Mound, Ballydunlea, Co. Kerry
Co. Kerry |
Ritual/Ceremonial
A low mound smothered in blackthorn and briars, sitting in a field near Tralee, might easily be dismissed as a quirk of the landscape.
What lies beneath it is rather more interesting. When workmen began pulling up an old stone fence running the length of the field at Ballydunlea some time in the summer of 1854, they broke into an underground passage that had, by all appearances, been sealed and undisturbed since its original occupants had last used it.

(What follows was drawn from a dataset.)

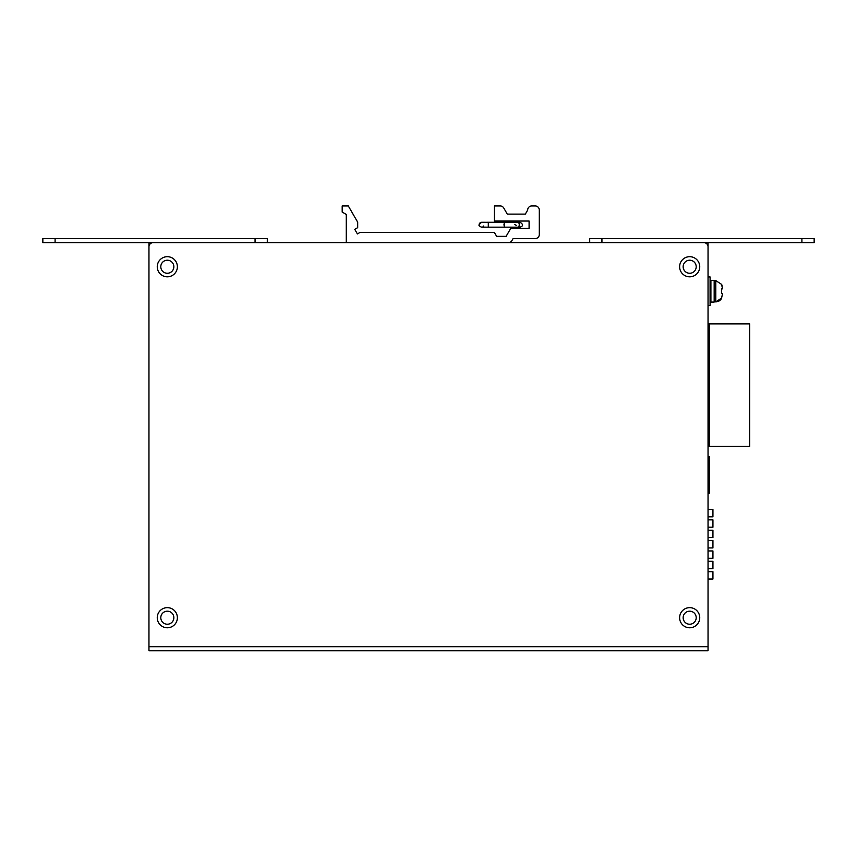 <?xml version="1.0" encoding="UTF-8"?>
<svg xmlns="http://www.w3.org/2000/svg" width="857" height="857" viewBox="0 0 857 857"><rect width="100%" height="100%" fill="white"/><g stroke="black" fill="none" stroke-linecap="round" stroke-linejoin="round"><path stroke-width="1.29" d="M708.043 650.774L708.043 242.67L148.957 242.67L148.957 650.774L708.043 650.774M703.961 242.67A4.081 4.081 0 0 1 708.043 246.752M148.957 246.752A4.081 4.081 0 0 1 153.039 242.67M699.741 266.752A10.059 10.059 0 0 0 689.681 256.693A10.059 10.059 0 0 0 679.622 266.752A10.059 10.059 0 0 0 689.681 276.811A10.059 10.059 0 0 0 699.741 266.752M177.378 617.715A10.059 10.059 0 0 0 167.319 607.645A10.059 10.059 0 0 0 157.26 617.715A10.059 10.059 0 0 0 167.319 627.774A10.059 10.059 0 0 0 177.378 617.715M177.378 266.752A10.059 10.059 0 0 0 167.319 256.693A10.059 10.059 0 0 0 157.26 266.752A10.059 10.059 0 0 0 167.319 276.811A10.059 10.059 0 0 0 177.378 266.752M699.741 617.715A10.059 10.059 0 0 0 689.681 607.645A10.059 10.059 0 0 0 679.622 617.715A10.059 10.059 0 0 0 689.681 627.774A10.059 10.059 0 0 0 699.741 617.715M683.147 266.752A6.535 6.535 0 0 1 689.681 260.217A6.535 6.535 0 0 1 696.205 266.752A6.535 6.535 0 0 1 689.681 273.276A6.535 6.535 0 0 1 683.147 266.752M160.795 617.715A6.535 6.535 0 0 1 167.319 611.18A6.535 6.535 0 0 1 173.853 617.715A6.535 6.535 0 0 1 167.319 624.239A6.535 6.535 0 0 1 160.795 617.715M160.795 266.752A6.535 6.535 0 0 1 167.319 260.217A6.535 6.535 0 0 1 173.853 266.752A6.535 6.535 0 0 1 167.319 273.276A6.535 6.535 0 0 1 160.795 266.752M683.147 617.715A6.535 6.535 0 0 1 689.681 611.18A6.535 6.535 0 0 1 696.205 617.715A6.535 6.535 0 0 1 689.681 624.239A6.535 6.535 0 0 1 683.147 617.715M708.043 493.246L709.275 493.246L709.275 456.513L708.043 456.513M564.399 650.774L321.579 650.774M708.043 519.856L712.938 519.856L712.938 527.194L708.043 527.194M708.043 579.021L712.938 579.021L712.938 571.683L708.043 571.683M708.043 561.314L712.938 561.314L712.938 568.662L708.043 568.662M708.043 550.944L712.938 550.944L712.938 558.293L708.043 558.293M708.043 540.585L712.938 540.585L712.938 547.934L708.043 547.934M708.043 530.215L712.938 530.215L712.938 537.564L708.043 537.564M708.043 516.835L712.938 516.835L712.938 509.487L708.043 509.487M709.275 446.315L749.671 446.315L749.671 323.882L709.275 323.882L709.275 446.315L708.043 446.315M709.275 323.882L708.043 323.882M814.15 238.589L601.935 238.589L601.935 242.67L814.15 242.67L814.15 238.589L814.15 242.67M601.935 238.589L589.702 238.589L589.702 242.67M255.065 238.589L42.85 238.589L42.85 242.67L255.065 242.67L255.065 238.589L267.298 238.589L267.298 242.67M346.271 242.67L346.271 214.421L342.189 212.065L342.189 205.948L348.306 205.948L357.69 222.199L357.69 227.641L354.755 229.344L357.401 233.94L359.94 232.472L494.403 232.472L496.653 236.361L506.123 236.361L510.729 228.391L529.09 228.391L529.09 221.042L494.403 221.042L494.403 205.948L500.209 205.948A4.081 4.081 0 0 1 503.745 207.983L507.28 214.111L525.33 214.111L527.687 210.029A4.081 4.081 0 0 1 531.769 205.948L535.218 205.948A4.081 4.081 0 0 1 539.299 210.029L539.299 234.507A4.081 4.081 0 0 1 535.218 238.589L513.086 238.589L511.908 240.635A4.081 4.081 0 0 1 508.372 242.67M510.729 222.274L510.729 221.042M518.892 222.274L518.892 221.042M516.514 225.466L514.618 224.534M503.97 224.716L504.398 222.274L504.398 227.169L503.97 224.716M708.043 276.95L710.089 276.95L710.089 305.52L708.043 305.52M710.089 285.317L710.903 285.317M710.089 297.154L710.903 297.154M710.903 280.421L710.903 302.05L714.17 302.05L714.17 280.421L710.903 280.421M714.17 285.317L714.984 285.317M714.17 297.154L714.984 297.154M715.799 280.625L714.984 280.625L714.984 301.846L715.799 301.846L715.799 280.625L721.765 284.492M721.605 297.947L722.333 294.572L722.333 293.587L721.605 293.458L721.605 289.013L721.605 293.458L722.333 293.587L722.333 294.572M722.333 288.081L721.605 289.013L722.333 288.884L721.605 289.013L722.333 288.884L721.605 289.013L722.333 288.884L722.29 287.063M722.151 286.163L721.937 285.36M722.333 287.898L721.605 284.524M148.957 646.692L708.043 646.692M801.906 242.67L801.906 238.589M55.094 238.589L55.094 242.67M518.678 226.698L520.113 227.169L517.853 227.169A2.453 1.403 -90 0 0 519.256 224.716A2.453 1.403 -90 0 0 517.853 222.274L520.113 222.274L518.892 222.595M480.916 222.349L488.297 222.274L488.297 227.169L481.066 227.116M721.765 297.979A6.535 6.535 180 0 1 715.799 301.846L721.765 297.979M488.297 227.169L520.113 227.169C523.338 226.044 523.338 224.416 520.113 222.274L488.297 222.274M481.548 227.169L485.03 227.169L481.548 227.169C479.352 226.13 478.538 225.316 479.106 224.716L479.459 225.991M483.627 226.023L483.102 226.612M479.213 223.988L480.113 222.734M479.106 224.716L481.548 222.274L485.03 222.274"/></g></svg>
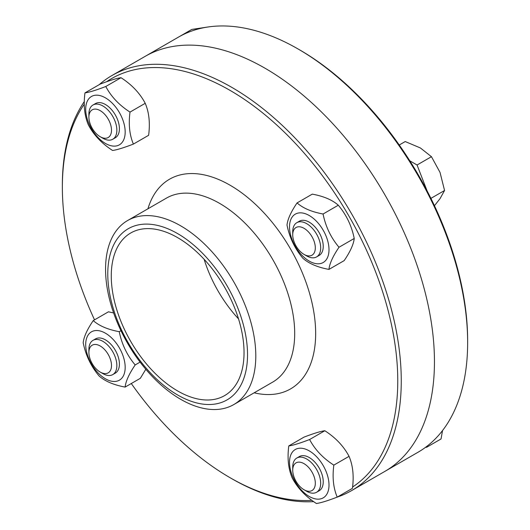 <?xml version="1.0" encoding="UTF-8"?>
<svg xmlns="http://www.w3.org/2000/svg" width="530" height="530" viewBox="0 0 530 530"><rect width="100%" height="100%" fill="white"/><g stroke="black" fill="none" stroke-linecap="round" stroke-linejoin="round"><path stroke-width="0.79" d="M467.645 342.546L467.645 340.532A237.175 136.932 -120 0 0 299.94 50.052L298.191 49.045A239.646 138.357 60 0 1 467.645 342.546A239.646 138.357 60 0 1 418.011 452.256L384.82 471.415A239.646 138.357 -120 0 0 434.454 361.712A239.646 138.357 -120 0 0 329.845 120.542A239.646 138.357 -120 0 0 145.18 56.339A239.646 138.357 60 0 1 329.845 120.542A239.646 138.357 60 0 1 434.454 361.712A239.646 138.357 60 0 1 384.82 471.415L351.628 490.581A239.646 138.357 -120 0 0 401.263 380.871A239.646 138.357 -120 0 0 296.654 139.708A239.646 138.357 -120 0 0 111.989 75.505A239.646 138.357 -120 0 0 99.176 84.681M111.989 75.505L178.371 37.173A239.646 138.357 60 0 1 298.191 49.045M204.123 259.289A93.883 54.206 -120 0 0 238.533 318.894A93.883 54.206 60 0 1 204.123 259.289M106.497 81.779A237.175 136.932 60 0 1 290.904 138.714A237.175 136.932 60 0 1 397.765 380.871A237.175 136.932 60 0 1 352.589 487.017M311.892 500.327A237.175 136.932 60 0 1 230.06 477.702A237.175 136.932 60 0 1 131.288 383.528M94.526 319.848A237.175 136.932 60 0 1 62.355 187.222A237.175 136.932 60 0 1 84.303 104.112M84.33 101.535A239.646 138.357 -120 0 0 62.355 185.208L62.355 187.222M230.06 477.702L231.809 478.709A239.646 138.357 -120 0 0 313.674 501.625M337.272 497.087A239.646 138.357 -120 0 0 351.628 490.581M244.038 352.635A93.883 54.206 60 0 1 224.594 395.612A93.883 54.206 60 0 1 130.711 341.406A93.883 54.206 60 0 1 130.711 233.001A93.883 54.206 60 0 1 203.056 258.156A93.883 54.206 60 0 1 244.038 352.635M247.53 354.65A98.825 57.055 60 0 1 142.716 364.011A98.825 57.055 60 0 1 142.716 224.256A98.825 57.055 60 0 1 247.53 354.65M255.798 355.928A106.232 61.334 60 0 1 233.796 404.562A106.232 61.334 60 0 1 127.558 343.228A106.232 61.334 60 0 1 127.564 220.56A106.232 61.334 60 0 1 209.423 249.02A106.232 61.334 60 0 1 255.798 355.928M115.262 373.153A19.762 11.408 -120 0 0 116.534 352.596A19.762 11.408 -120 0 0 95.493 338.922M93.439 330.972A27.918 16.119 -120 0 0 97.864 372.676A27.918 16.119 -120 0 0 125.014 364.349A27.918 16.119 -120 0 0 93.439 330.972M119.243 331.687C121.827 344.348 127.14 355.425 135.183 364.932C129.101 373.895 125.743 381.282 125.126 387.085C113.725 384.966 105.059 381.269 99.123 375.995C91.074 366.488 85.761 355.405 83.183 342.744C83.8 336.941 87.152 329.554 93.24 320.59C99.176 325.87 107.842 329.567 119.243 331.687L120.959 330.694M113.625 312.958L108.465 311.806L93.24 320.59M125.126 387.085L140.351 378.294L145.816 369.271M135.183 364.932L140.086 362.103M100.203 372.073L102.88 373.617A19.762 11.408 -120 0 0 112.764 374.597A19.762 11.408 -120 0 0 116.852 365.548A19.762 11.408 -120 0 0 108.226 345.659A19.762 11.408 -120 0 0 92.995 340.359A19.762 11.408 -120 0 0 88.901 349.409L88.901 352.503A15.973 9.222 60 0 1 100.203 345.984A15.973 9.222 60 0 1 111.499 365.548A15.973 9.222 60 0 1 100.203 372.073A15.973 9.222 60 0 1 88.901 352.503M317.781 491.389A19.762 11.408 -120 0 0 320.352 470.256A19.762 11.408 -120 0 0 300.768 455.959A19.762 11.408 -120 0 0 298.178 457.443M293.587 478.484A27.918 16.119 -120 0 0 327.494 492.946A27.918 16.119 -120 0 0 306.704 449.599A27.918 16.119 -120 0 0 293.587 478.484M288.79 445.916C292.997 445.366 299.934 443.232 309.606 439.529C314.946 449.639 323.022 458.172 333.827 465.128C332.224 477.364 333.357 488.031 337.219 497.113C327.547 500.817 320.61 502.95 316.397 503.5C305.591 496.544 297.522 488.011 292.182 477.901C288.32 468.818 287.187 458.152 288.79 445.916L304.015 437.124C313.687 433.421 320.623 431.287 324.83 430.738C335.636 437.694 343.712 446.227 349.051 456.337C352.914 465.419 354.047 476.086 352.443 488.322L337.219 497.113M309.606 439.529L324.83 430.738M333.827 465.128L349.051 456.337M304.021 489.746L306.704 491.29A19.762 11.408 -120 0 0 316.582 492.271A19.762 11.408 -120 0 0 319.61 476.43A19.762 11.408 -120 0 0 306.698 459.013A19.762 11.408 -120 0 0 296.82 458.039A19.762 11.408 -120 0 0 292.726 467.082L292.726 470.176A15.973 9.222 60 0 1 304.021 463.657A15.973 9.222 60 0 1 315.317 483.221A15.973 9.222 60 0 1 304.021 489.746A15.973 9.222 60 0 1 292.726 470.176M425.484 447.366L426.657 447.26L441.046 438.953L442.537 430.546M426.657 447.26L426.657 446.485M319.08 255.473A19.762 11.408 -120 0 0 319.146 232.617A19.762 11.408 -120 0 0 299.317 221.242M321.26 263.35A27.918 16.119 -120 0 0 316.834 221.646A27.918 16.119 -120 0 0 289.685 229.974A27.918 16.119 -120 0 0 321.26 263.35M302.941 258.315C294.899 248.808 289.585 237.731 287.002 225.071C287.624 219.261 290.977 211.874 297.065 202.917C302.994 208.191 311.666 211.887 323.068 214.007C325.645 226.668 330.959 237.751 339.008 247.252C332.919 256.215 329.567 263.602 328.945 269.406C317.543 267.286 308.877 263.589 302.941 258.315M328.945 269.406L344.169 260.621C350.257 251.657 353.609 244.27 354.232 238.46C351.648 225.806 346.335 214.723 338.292 205.216C332.356 199.942 323.684 196.246 312.289 194.126L297.065 202.917M339.008 247.252L354.232 238.46M323.068 214.007L338.292 205.216M304.021 254.393L306.704 255.937A19.762 11.408 -120 0 0 316.582 256.918A19.762 11.408 -120 0 0 316.582 234.094A19.762 11.408 -120 0 0 296.82 222.686A19.762 11.408 -120 0 0 292.726 231.729L292.726 234.823A15.973 9.222 60 0 1 304.021 228.304A15.973 9.222 60 0 1 315.317 247.868A15.973 9.222 60 0 1 304.021 254.393A15.973 9.222 60 0 1 292.726 234.823M434.454 205.719L440.033 198.644L444.564 190.489L440.033 172.416L431.453 156.695L420.369 147.95L405.225 141.55L399.256 145.001M427.067 190.8L417.057 165.002L409.796 160.809M417.057 165.002L431.453 156.695M430.91 198.366L444.564 190.489M115.262 137.8A19.762 11.408 -120 0 0 114.692 113.897A19.762 11.408 -120 0 0 94.36 104.417M121.112 115.838A27.918 16.119 -120 0 0 87.211 101.376A27.918 16.119 -120 0 0 107.994 144.723A27.918 16.119 -120 0 0 121.112 115.838M133.401 144.087C123.728 147.791 116.785 149.924 112.579 150.474C101.773 143.517 93.704 134.984 88.364 124.875C84.495 115.785 83.362 105.126 84.966 92.889C89.172 92.333 96.116 90.206 105.788 86.503C111.128 96.612 119.197 105.145 130.002 112.102C128.406 124.338 129.532 134.998 133.401 144.087L148.625 135.296C150.228 123.053 149.096 112.393 145.227 103.31C139.887 93.201 131.818 84.667 121.012 77.711C116.805 78.261 109.862 80.388 100.19 84.098L84.966 92.889M130.002 112.102L145.227 103.31M105.788 86.503L121.012 77.711M100.203 136.72A15.973 9.222 60 0 1 100.197 136.714L102.88 138.264A19.762 11.408 -120 0 0 112.764 139.244A19.762 11.408 -120 0 0 112.764 116.421A19.762 11.408 -120 0 0 92.995 105.006A19.762 11.408 -120 0 0 88.901 114.056L88.901 117.15A15.973 9.222 60 0 1 100.203 110.631A15.973 9.222 60 0 1 111.499 130.195A15.973 9.222 60 0 1 100.203 136.72A15.973 9.222 60 0 1 88.901 117.15M207.422 27.076L191.807 29.422L178.723 36.974M147.923 208.807A121.059 69.894 60 0 1 242.23 193.238A121.059 69.894 60 0 1 315.661 333.469A121.059 69.894 60 0 1 254.155 392.809M127.564 220.56L166.46 198.101A106.232 61.334 60 0 1 248.325 226.562A106.232 61.334 60 0 1 294.7 333.469A106.232 61.334 60 0 1 272.698 382.103L233.796 404.562M95.619 338.849L92.995 340.359M115.388 373.08L112.764 374.597M299.443 456.522L296.82 458.039M319.206 490.753L316.582 492.271M299.443 221.169L296.82 222.686M319.206 255.4L316.582 256.918M95.619 103.496L92.995 105.006M115.388 137.727L112.764 139.244"/></g></svg>

The discovery was recorded by a Mr Hitchcock, who wrote about it in 1854 to 1855 in enough detail to make the scene vivid. The property belonged to the Messrs. Hilliard, and it was Hitchcock himself who retrieved a few fragments of bone from the inner chamber. What he found was a souterrain, a type of stone-lined underground structure built during the early medieval period in Ireland, typically associated with ringforts and used for storage or refuge. The entrance opened from the west into a long passage that sloped downward to meet an inner chamber, with the whole axis running roughly east to west, the same line as the old fence that had been laid directly over it. Hitchcock examined the lintels, the flat stones forming the roof of the passage, carefully enough to note that none carried any inscription. Above ground, the situation was more ambiguous. The overgrown mound was visible, and Hitchcock thought it might once have been part of a fort's embankment, but even then the earthwork had lost enough of its shape that nothing could be confirmed. No definite trace of a fort survived at the surface. In a neighbouring field, closer to the river, he also noted what he described as an interesting fort, suggesting the broader landscape around Ballydunlea once held considerably more activity than the surviving remains now suggest.